We seek to replicate the much-contested semantic influences on early morphological processing, this time in Serbian a language written in two alphabets, Roman and Cyrillic. Serbian readers are generally fluent in both alphabets. Together with its shallow writing system and consistent grapheme to phoneme mappings in each of its two alphabets, Serbian features a rich morphology and many homographic stems. At long lags, when items intervene between prime and target, magnitudes of morphological facilitation are comparable whether prime and target are visually similar (because the shared morpheme is written in the same alphabet) or are less similar because alphabet alternates between prime and target (Feldman, & Moskovljević, 1987). In the present study we compare facilitation after semantically similar (“raved-RAVE”) and dissimilar (“raven-RAVE”) prime-target pairs that appear to have form-identical stems when the affix (viz., ED) or possible affix (viz., EN) is removed. Thus, affixes like ED or EN function to disambiguate form-identical (or homographic) stems like RAV(E) as either RAVED or RAVEN. One consequence is that only when they are semantically similar are targets morphological relatives of the prime. The dissimilar primes in the present study could be pseudo-affixed forms of homographic stems like “raven-RAVE” or affixed forms of a homographic stem like “cuter-CUT”.
Importantly, the CUTER-CUT example in English violates the preserved phonology constraint whereas all prime-target pairs in the Serbian materials maintained the spelling and pronunciation of the shared portion.
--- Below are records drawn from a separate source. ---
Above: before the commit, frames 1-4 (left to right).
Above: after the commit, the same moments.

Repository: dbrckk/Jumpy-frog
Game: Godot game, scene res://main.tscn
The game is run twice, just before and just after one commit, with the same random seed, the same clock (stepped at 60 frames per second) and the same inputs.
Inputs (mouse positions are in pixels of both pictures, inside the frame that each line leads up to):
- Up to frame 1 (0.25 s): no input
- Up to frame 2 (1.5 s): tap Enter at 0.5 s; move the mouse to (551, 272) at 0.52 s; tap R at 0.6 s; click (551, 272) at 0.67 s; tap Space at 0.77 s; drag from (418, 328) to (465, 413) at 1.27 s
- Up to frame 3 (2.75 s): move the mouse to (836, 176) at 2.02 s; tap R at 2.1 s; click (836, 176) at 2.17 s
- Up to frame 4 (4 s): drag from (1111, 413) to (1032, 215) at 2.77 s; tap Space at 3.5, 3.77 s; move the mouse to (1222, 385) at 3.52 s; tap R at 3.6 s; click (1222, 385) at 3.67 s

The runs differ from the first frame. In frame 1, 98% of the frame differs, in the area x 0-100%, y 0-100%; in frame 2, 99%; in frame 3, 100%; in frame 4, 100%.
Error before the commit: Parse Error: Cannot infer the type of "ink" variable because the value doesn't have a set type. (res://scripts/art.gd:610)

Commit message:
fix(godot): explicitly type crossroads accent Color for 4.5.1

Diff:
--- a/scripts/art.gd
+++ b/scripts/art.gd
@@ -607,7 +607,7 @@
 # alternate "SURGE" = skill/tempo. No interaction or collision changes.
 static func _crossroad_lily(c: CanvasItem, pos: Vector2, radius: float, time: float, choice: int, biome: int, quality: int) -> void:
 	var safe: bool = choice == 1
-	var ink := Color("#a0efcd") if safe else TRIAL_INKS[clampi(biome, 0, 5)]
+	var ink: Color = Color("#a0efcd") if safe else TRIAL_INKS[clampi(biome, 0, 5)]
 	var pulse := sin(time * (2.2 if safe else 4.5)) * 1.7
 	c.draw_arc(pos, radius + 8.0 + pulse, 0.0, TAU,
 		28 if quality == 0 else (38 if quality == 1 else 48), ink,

Consistent form within a pair is important because a small proportion of the materials in the Feldman et al. (2009, 2010) experiments with English materials included primes and targets with alternations in the spelling or pronunciation of the stem. Examples of this are the dissimilar pairs “cabbage-CAB”, “cavity-CAVE”, and “palatable-PALACE”. Feldman et al. (2009, 2010) did match the number of these spelling changes between their semantically dissimilar and similar conditions, however. Examples of such changes in the similar condition include “palatial-PALACE”, “striding-STRIDE”, and “batter-BAT”. Obviously, materials that do not introduce spelling changes between the similar and dissimilar conditions are preferable.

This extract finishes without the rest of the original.